# Interview questions for Trent Hafdahl of After The Burial



## Rick (Jun 22, 2009)

So I got the okay for an interview with Trent, "lead guitar" of After The Burial. This will be another video interview but I don't know when. What do you guys want to know? 

*SUPER-HANDSOME MOD EDIT:* stickied... finally.


----------



## windu (Jun 22, 2009)

when are they gonna write some new material. and if the earth was a pancake what syrup would he think we would be?


----------



## gatesofcarnage (Jun 22, 2009)

Well besides the obvious who, what inspired you to (fill in the blank), who is his favorite 7+ band and who are some modern and non modern bands that inspire him. what gear is he using and why


----------



## Arteriorrhexis (Jun 22, 2009)

What do you listen to other than metal?
What was the reason for orange/green guitars? (Not that there's a problem with it, they look badass)
Who's your favorite band to play with?


WAIT also could you make it so we hear what's going on in this one too?


----------



## Rick (Jun 22, 2009)

Yeah, we won't be anywhere near the stage next time, sorry.


----------



## Arteriorrhexis (Jun 22, 2009)

Rick said:


> Yeah, we won't be anywhere near the stage next time, sorry.



It's all good
But do you know or have any idea when it'll be?

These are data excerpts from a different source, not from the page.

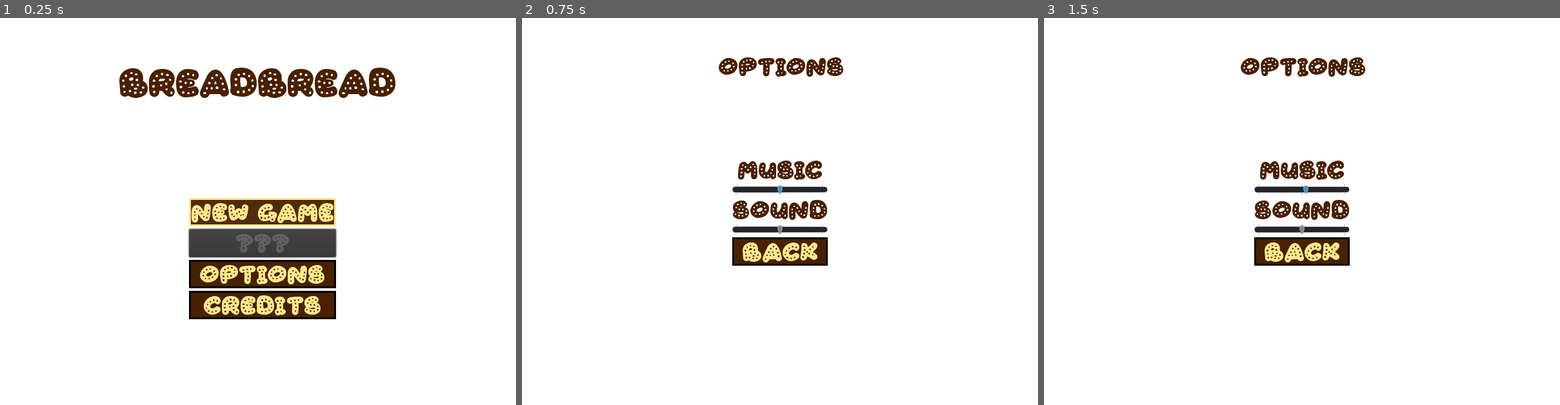
Above: before the commit, frames 1-3 (left to right).
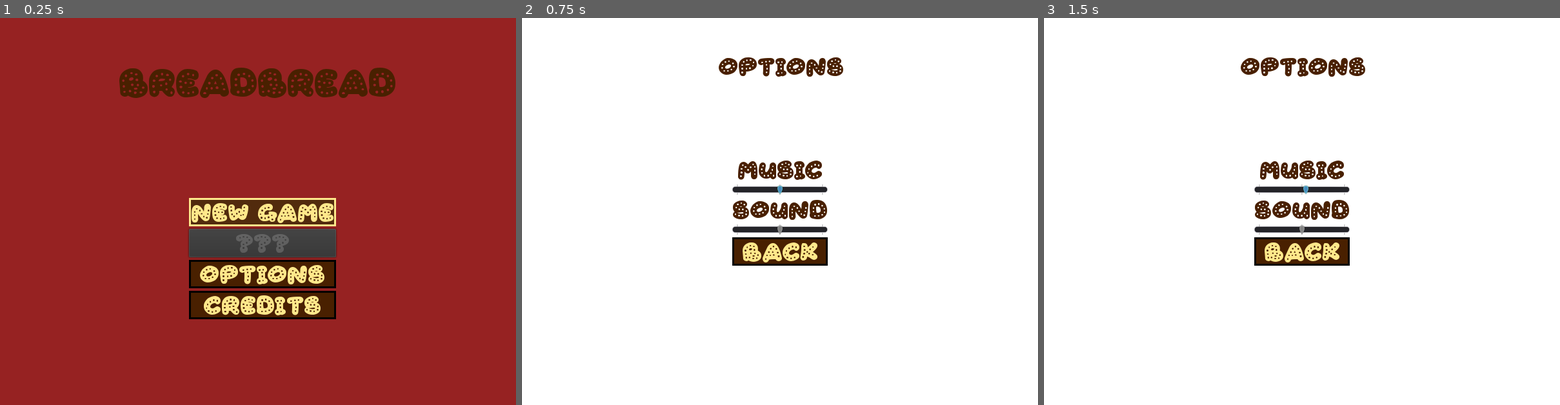
Above: after the commit, the same moments.

Repository: Inschato/BreadBread
Game: Godot game, scene res://Main.tscn
The game is run twice, just before and just after one commit, with the same random seed, the same clock (stepped at 60 frames per second) and the same inputs.
Inputs:
- Up to frame 1 (0.25 s): no input
- Up to frame 2 (0.75 s): click "Options" at 0.5 s
- Up to frame 3 (1.5 s): tap Enter at 1.25 s; hold Right (move_right) from 1.28 s (still down)

The runs differ from the first frame. In frame 1, 89% of the frame differs, in the area x 0-100%, y 0-100%; in frame 2, nothing differs; in frame 3, nothing differs.

Commit message:
Add more free music tracks; pause menu

Diff:
--- a/Main.gd
+++ b/Main.gd
@@ -26,19 +26,26 @@
 	settings.save(settings_path)
 
 func _ready():
+	$Music.play()
 	load_settings()
 	open()
 
 func open():
-	$MainMenu.show()
-	$MainMenu/MainMenuGrid/NewGameButton.grab_focus()
+	$MenuHolder/MainMenu.show()
+	$MenuHolder/MainMenu/MainMenuGrid/NewGameButton.grab_focus()
 
 func _on_NewGameButton_pressed():
-	$MainMenu.hide()
+	game_index = 0
+	get_tree().paused = false
+	$MenuHolder/HiddenEscButton.disabled = false
+	$Music.stop()
+	$MenuHolder/MainMenu.hide()
+	$MenuHolder/RetryMenu.hide()
+	$MenuHolder/MainMenu/MainMenuGrid/ResumeGameButton.show()
 	current_game = levels[game_index]
 	current_game.connect("game_over", self, "game_over")
 	current_game.connect("show_message", self, "show_message")
-	add_child(current_game)
+	$GameHolder.add_child(current_game)
 	current_game.new_game()
 
 func game_over(enable_next_level):
@@ -47,21 +54,21 @@
 	show_retry_menu(enable_next_level)
 
 func show_message(message):
-	$MessageCanvas/Message.text = message
-	$MessageCanvas/Message.show()
+	$MenuHolder/MessageCanvas/Message.text = message
+	$MenuHolder/MessageCanvas/Message.show()
 	yield(get_tree().create_timer(1.0), "timeout")
-	$MessageCanvas/Message.hide()
+	$MenuHolder/MessageCanvas/Message.hide()
 
 #### Options Menu ####
 
 func _on_OptionsButton_pressed():
-	$MainMenu.hide()
-	$OptionsMenu.open(settings_data["music_volume"], settings_data["sound_volume"])
+	$MenuHolder/MainMenu.hide()
+	$MenuHolder/OptionsMenu.open(settings_data["music_volume"], settings_data["sound_volume"])
 
 func _on_OptionsMenu_options_back():
 	open()
 	save_settings()
-	$MainMenu/MainMenuGrid/OptionsButton.grab_focus()
+	$MenuHolder/MainMenu/MainMenuGrid/OptionsButton.grab_focus()
 
 func _on_OptionsMenu_music_volume_changed(value):
 	settings_data["music_volume"] = value
@@ -74,23 +81,26 @@
 #### Retry Menu ####
 
 func show_retry_menu(enable_next_level):
-	$RetryMenu/GridContainer/NextLevelButton.disabled = !enable_next_level
+	$MenuHolder/RetryMenu/GridContainer/NextLevelButton.disabled = !enable_next_level
 	if (enable_next_level):
-		$RetryMenu/GridContainer/NextLevelButton.grab_focus()
+		$MenuHolder/RetryMenu/GridContainer/NextLevelButton.grab_focus()
 	else:
-		$RetryMenu/GridContainer/RetryButton.grab_focus()
-	$RetryMenu.show()
+		$MenuHolder/RetryMenu/GridContainer/RetryButton.grab_focus()
+	$MenuHolder/RetryMenu.show()
 
 func _on_RetryButton_pressed():
-	$RetryMenu.hide()
+	$MenuHolder/RetryMenu.hide()
 	current_game.new_game()
 
 func _on_NextLevelButton_pressed():
-	$RetryMenu.hide()
-	remove_child(current_game)
+	$MenuHolder/RetryMenu.hide()
+	$GameHolder.remove_child(current_game)
 	game_index += 1
+	if (game_index > levels.size() - 1):
+		show_message("You win!")
+		return
 	current_game = levels[game_index]
 	current_game.connect("game_over", self, "game_over")
 	current_game.connect("show_message", self, "show_message")
-	add_child(current_game)
+	$GameHolder.add_child(current_game)
 	current_game.new_game()
--- a/Main.tscn
+++ b/Main.tscn
@@ -1,101 +1,50 @@
-[gd_scene load_steps=5 format=2]
+[gd_scene load_steps=11 format=2]
 
 [ext_resource path="res://fonts/Gingerbread-ExEW.ttf" type="DynamicFontData" id=1]
 [ext_resource path="res://Main.gd" type="Script" id=2]
 [ext_resource path="res://ui/Options.tscn" type="PackedScene" id=3]
+[ext_resource path="res://music/poker_night.ogg" type="AudioStream" id=4]
+[ext_resource path="res://PauseMenu.gd" type="Script" id=5]
+
+[sub_resource type="InputEventAction" id=2]
+action = "ui_cancel"
+
+[sub_resource type="ShortCut" id=3]
+shortcut = SubResource( 2 )
 
 [sub_resource type="DynamicFont" id=1]
 size = 48
 font_data = ExtResource( 1 )
 
+[sub_resource type="InputEventAction" id=4]
+action = "ui_cancel"
+
+[sub_resource type="ShortCut" id=5]
+shortcut = SubResource( 4 )
+
 [node name="Main" type="Node"]
 script = ExtResource( 2 )
 
-[node name="MainMenu" type="CanvasLayer" parent="."]
+[node name="GameHolder" type="Node" parent="."]
 
-[node name="ColorRect" type="ColorRect" parent="MainMenu"]
-anchor_right = 1.0
-anchor_bottom = 1.0
+[node name="Music" type="AudioStreamPlayer" parent="."]
+stream = ExtResource( 4 )
+bus = "Music"
 
-[node name="Title" type="Label" parent="MainMenu"]
-anchor_left = 0.5
-anchor_right = 0.5
-margin_left = -216.0
-margin_top = 72.0
-margin_right = 214.0
-margin_bottom = 128.0
-custom_fonts/font = SubResource( 1 )
-text = "BreadBread"
+[node name="MenuHolder" type="CanvasLayer" parent="."]
+pause_mode = 2
+script = ExtResource( 5 )
 
-[node name="MainMenuGrid" type="GridContainer" parent="MainMenu"]
-anchor_left = 0.5
-anchor_top = 0.5
-anchor_right = 0.5
-anchor_bottom = 0.5
-margin_left = -107.0
-margin_top = -21.0
-margin_right = 107.0
-margin_bottom = 21.0
+[node name="HiddenEscButton" type="Button" parent="MenuHolder"]
+margin_left = -312.0
+margin_top = -208.0
+margin_right = -192.0
+margin_bottom = -164.0
+shortcut = SubResource( 3 )
 
-[node name="NewGameButton" type="Button" parent="MainMenu/MainMenuGrid"]
-margin_right = 228.0
-margin_bottom = 44.0
-text = "New Game"
+[node name="MessageCanvas" type="CanvasLayer" parent="MenuHolder"]
 
-[node name="LevelSelectButton" type="Button" parent="MainMenu/MainMenuGrid"]
-margin_top = 48.0
-margin_right = 228.0
-margin_bottom = 92.0
-disabled = true
-text = "???"
-
-[node name="OptionsButton" type="Button" parent="MainMenu/MainMenuGrid"]
-margin_top = 96.0
-margin_right = 228.0
-margin_bottom = 140.0
-text = "Options"
-
-[node name="CreditsButton" type="Button" parent="MainMenu/MainMenuGrid"]
-margin_top = 144.0
-margin_right = 228.0
-margin_bottom = 188.0
-text = "Credits"
-
-[node name="LevelSplashGrid" type="GridContainer" parent="MainMenu"]
-margin_right = 40.0
-margin_bottom = 40.0
-
-[node name="OptionsMenu" parent="." instance=ExtResource( 3 )]
-visible = false
-
-[node name="RetryMenu" type="CanvasLayer" parent="."]
-visible = false
-
-[node name="GridContainer" type="GridContainer" parent="RetryMenu"]
-anchor_left = 0.5
-anchor_top = 0.5
-anchor_right = 0.5
-anchor_bottom = 0.5
-margin_left = -127.0
-margin_top = -18.0
-margin_right = 127.0
-margin_bottom = 74.0
-
-[node name="NextLevelButton" type="Button" parent="RetryMenu/GridContainer"]
-margin_right = 254.0
-margin_bottom = 44.0
-disabled = true
-text = "Next Level"
-
-[node name="RetryButton" type="Button" parent="RetryMenu/GridContainer"]
-margin_top = 48.0
-margin_right = 254.0
-margin_bottom = 92.0
-text = "Retry"
-
-[node name="MessageCanvas" type="CanvasLayer" parent="."]
-
-[node name="Message" type="Label" parent="MessageCanvas"]
+[node name="Message" type="Label" parent="MenuHolder/MessageCanvas"]
 visible = false
 anchor_left = 0.5
 anchor_top = 0.427
@@ -109,10 +58,104 @@
 align = 1
 valign = 1
 
-[connection signal="pressed" from="MainMenu/MainMenuGrid/NewGameButton" to="." method="_on_NewGameButton_pressed"]
-[connection signal="pressed" from="MainMenu/MainMenuGrid/OptionsButton" to="." method="_on_OptionsButton_pressed"]
-[connection signal="music_volume_changed" from="OptionsMenu" to="." method="_on_OptionsMenu_music_volume_changed"]
-[connection signal="options_back" from="OptionsMenu" to="." method="_on_OptionsMenu_options_back"]
-[connection signal="sound_volume_changed" from="OptionsMenu" to="." method="_on_OptionsMenu_sound_volume_changed"]
-[connection signal="pressed" from="RetryMenu/GridContainer/NextLevelButton" to="." method="_on_NextLevelButton_pressed"]
-[connection signal="pressed" from="RetryMenu/GridContainer/RetryButton" to="." method="_on_RetryButton_pressed"]
+[node name="RetryMenu" type="CanvasLayer" parent="MenuHolder"]
+pause_mode = 1
+visible = false
+
+[node name="GridContainer" type="GridContainer" parent="MenuHolder/RetryMenu"]
+anchor_left = 0.5
+anchor_top = 0.5
+anchor_right = 0.5
+anchor_bottom = 0.5
+margin_left = -127.0
+margin_top = -18.0
+margin_right = 127.0
+margin_bottom = 74.0
+
+[node name="NextLevelButton" type="Button" parent="MenuHolder/RetryMenu/GridContainer"]
+margin_right = 254.0
+margin_bottom = 44.0
+disabled = true
+text = "Next Level"
+
+[node name="RetryButton" type="Button" parent="MenuHolder/RetryMenu/GridContainer"]
+margin_top = 48.0
+margin_right = 254.0
+margin_bottom = 92.0
+text = "Retry"
+
+[node name="MainMenu" type="CanvasLayer" parent="MenuHolder"]
+
+[node name="ColorRect" type="ColorRect" parent="MenuHolder/MainMenu"]
+anchor_right = 1.0
+anchor_bottom = 1.0
+color = Color( 0.588235, 0.133333, 0.133333, 1 )
+
+[node name="Title" type="Label" parent="MenuHolder/MainMenu"]
+anchor_left = 0.5
+anchor_right = 0.5
+margin_left = -216.0
+margin_top = 72.0
+margin_right = 214.0
+margin_bottom = 128.0
+custom_fonts/font = SubResource( 1 )
+text = "BreadBread"
+
+[node name="MainMenuGrid" type="GridContainer" parent="MenuHolder/MainMenu"]
+anchor_left = 0.5
+anchor_top = 0.5
+anchor_right = 0.5
+anchor_bottom = 0.5
+margin_left = -107.0
+margin_top = -21.0
+margin_right = 107.0
+margin_bottom = 21.0
+
+[node name="ResumeGameButton" type="Button" parent="MenuHolder/MainMenu/MainMenuGrid"]
+visible = false
+margin_right = 228.0
+margin_bottom = 44.0
+shortcut_in_tooltip = false
+shortcut = SubResource( 5 )
+text = "Resume"
+
+[node name="NewGameButton" type="Button" parent="MenuHolder/MainMenu/MainMenuGrid"]
+margin_right = 228.0
+margin_bottom = 44.0
+text = "New Game"
+
+[node name="LevelSelectButton" type="Button" parent="MenuHolder/MainMenu/MainMenuGrid"]
+margin_top = 48.0
+margin_right = 228.0
+margin_bottom = 92.0
+disabled = true
+text = "???"
+
+[node name="OptionsButton" type="Button" parent="MenuHolder/MainMenu/MainMenuGrid"]
+margin_top = 96.0
+margin_right = 228.0
+margin_bottom = 140.0
+text = "Options"
+
+[node name="CreditsButton" type="Button" parent="MenuHolder/MainMenu/MainMenuGrid"]
+margin_top = 144.0
+margin_right = 228.0
+margin_bottom = 188.0
+text = "Credits"
+
+[node name="LevelSplashGrid" type="GridContainer" parent="MenuHolder/MainMenu"]
+margin_right = 40.0
+margin_bottom = 40.0
+
+[node name="OptionsMenu" parent="MenuHolder" instance=ExtResource( 3 )]
+visible = false
+
+[connection signal="pressed" from="MenuHolder/HiddenEscButton" to="MenuHolder" method="_on_HiddenEscButton_pressed"]
+[connection signal="pressed" from="MenuHolder/RetryMenu/GridContainer/NextLevelButton" to="." method="_on_NextLevelButton_pressed"]
+[connection signal="pressed" from="MenuHolder/RetryMenu/GridContainer/RetryButton" to="." method="_on_RetryButton_pressed"]
+[connection signal="pressed" from="MenuHolder/MainMenu/MainMenuGrid/ResumeGameButton" to="MenuHolder" method="_on_ResumeGameButton_pressed"]
+[connection signal="pressed" from="MenuHolder/MainMenu/MainMenuGrid/NewGameButton" to="." method="_on_NewGameButton_pressed"]
+[connection signal="pressed" from="MenuHolder/MainMenu/MainMenuGrid/OptionsButton" to="." method="_on_OptionsButton_pressed"]
+[connection signal="music_volume_changed" from="MenuHolder/OptionsMenu" to="." method="_on_OptionsMenu_music_volume_changed"]
+[connection signal="options_back" from="MenuHolder/OptionsMenu" to="." method="_on_OptionsMenu_options_back"]
+[connection signal="sound_volume_changed" from="MenuHolder/OptionsMenu" to="." method="_on_OptionsMenu_sound_volume_changed"]
--- /dev/null
+++ b/PauseMenu.gd
@@ -0,0 +1,34 @@
+extends CanvasLayer
+
+
+# Declare member variables here. Examples:
+# var a = 2
+# var b = "text"
+
+
+# Called when the node enters the scene tree for the first time.
+func _ready():
+	pass # Replace with function body.
+
+
+# Called every frame. 'delta' is the elapsed time since the previous frame.
+#func _process(delta):
+#	pass
+
+
+func _on_HiddenEscButton_pressed():
+	if (not get_tree().paused):
+		get_tree().paused = true
+		$MainMenu.show()
+		$MainMenu/MainMenuGrid/ResumeGameButton.grab_focus()
+		$HiddenEscButton.disabled = true
+
+func _on_ResumeGameButton_pressed():
+	$MainMenu.hide()
+	get_tree().paused = false
+	$HiddenEscButton.disabled = false
+	if ($RetryMenu.visible):
+		if (not $RetryMenu/GridContainer/NextLevelButton.disabled):
+			$RetryMenu/GridContainer/NextLevelButton.grab_focus()
+		else:
+			$RetryMenu/GridContainer/RetryButton.grab_focus()
--- a/levels/level2/FlappyLoaf.gd
+++ b/levels/level2/FlappyLoaf.gd
@@ -13,6 +13,8 @@
 		$Player.hide()
 		$Player/CollisionPolygon2D.set_deferred("disabled", true)
 		emit_signal("game_over", score >= 5)
+		$Music.stop()
+		$DeathSound.play()
 
 func _ready():
 	playing = false
@@ -28,6 +30,7 @@
 	$WallTimer.start()
 	spawn_walls(-300)
 	spawn_walls(0)
+	$Music.play()
 
 # Called every frame. 'delta' is the elapsed time since the previous frame.
 #func _process(delta):
--- a/levels/level2/FlappyLoaf.tscn
+++ b/levels/level2/FlappyLoaf.tscn
@@ -1,8 +1,10 @@
-[gd_scene load_steps=5 format=2]
+[gd_scene load_steps=7 format=2]
 
 [ext_resource path="res://levels/level2/FlappyLoaf.gd" type="Script" id=1]
 [ext_resource path="res://levels/level2/FlappyPlayer.tscn" type="PackedScene" id=2]
 [ext_resource path="res://levels/level2/Wall.tscn" type="PackedScene" id=3]
+[ext_resource path="res://music/Shake and Bake.ogg" type="AudioStream" id=4]
+[ext_resource path="res://art/gameover.wav" type="AudioStream" id=5]
 
 [sub_resource type="LineShape2D" id=1]
 normal = Vector2( 1, 0 )
@@ -40,6 +42,7 @@
 shape = SubResource( 1 )
 
 [node name="HUD" type="CanvasLayer" parent="."]
+layer = 0
 
 [node name="Score" type="Label" parent="HUD"]
 anchor_left = 0.5
@@ -48,6 +51,14 @@
 margin_right = 20.0
 margin_bottom = 38.0
 
+[node name="Music" type="AudioStreamPlayer" parent="."]
+stream = ExtResource( 4 )
+bus = "Music"
+
+[node name="DeathSound" type="AudioStreamPlayer" parent="."]
+stream = ExtResource( 5 )
+bus = "Sound"
+
 [connection signal="hit" from="Player" to="." method="game_over"]
 [connection signal="timeout" from="WallTimer" to="." method="spawn_walls"]
 [connection signal="body_entered" from="ScoreCounter" to="." method="_on_ScoreCounter_body_entered"]
--- a/ui/Options.tscn
+++ b/ui/Options.tscn
@@ -1,6 +1,12 @@
-[gd_scene load_steps=2 format=2]
+[gd_scene load_steps=4 format=2]
 
 [ext_resource path="res://ui/Options.gd" type="Script" id=1]
+
+[sub_resource type="InputEventAction" id=1]
+action = "ui_cancel"
+
+[sub_resource type="ShortCut" id=2]
+shortcut = SubResource( 1 )
 
 [node name="OptionsMenu" type="CanvasLayer"]
 script = ExtResource( 1 )
@@ -73,6 +79,7 @@
 margin_top = 124.0
 margin_right = 148.0
 margin_bottom = 168.0
+shortcut = SubResource( 2 )
 text = "Back"
 
 [connection signal="value_changed" from="CanvasLayer/VBoxContainer/MusicSlider" to="." method="_on_MusicSlider_value_changed"]
Not shown, added: music/ElevatorMusic.ogg.import
Not shown, added: music/JRPG Piano.mp3.import
Not shown, added: music/Shake and Bake.ogg.import
Not shown, added: music/attribution.txt
Not shown, added: music/poker_night.ogg.import
Not shown, added: music/ElevatorMusic.ogg
Not shown, added: music/JRPG Piano.mp3
Not shown, added: music/Shake and Bake.ogg
Not shown, added: music/poker_night.ogg

Or at least be on youtube?


----------



## metaljohn (Jun 24, 2009)

What inspired the decision to jump from "Forging A Future Self" to "Rareform", in terms of style? (besides the obvious reasons of course)


----------



## Rick (Jun 24, 2009)

Arteriorrhexis said:


> It's all good
> But do you know or have any idea when it'll be? Or at least be on youtube?



Yeah, I'll have to put it on youtube. I won't be able to post it here otherwise. 

I imagine the interview will take place the next time they come to San Antonio, I just don't know when that will be.


----------



## JakeRI (Jun 24, 2009)

what inspired his particular approach to the 8 string guitar. They certainly like meshuggah, they play in several different keys, and their riffs sit differently on the instrument. How did he refine his approach


----------



## MikeH (Jun 25, 2009)

What was the writing process on Rareform? Did someone come up with a riff and you just built around it?


----------



## budda (Jul 5, 2009)

Ask him what formal training he had for learning music theory - if you read the explanation for "Pi" it makes your head explode .

What does he think of life on the road, being one of the featured bands on summer slaughter, and the worst thing that's ever happened on the road?

I had another question but i forget what it is


----------



## Rick (Jul 5, 2009)

I've tried reading the "Pi" explanation and then my brain starts to hurt.


----------



## AfterTheBurial8 (Jul 12, 2009)

how come you decided to re-master/release 'Rareform'?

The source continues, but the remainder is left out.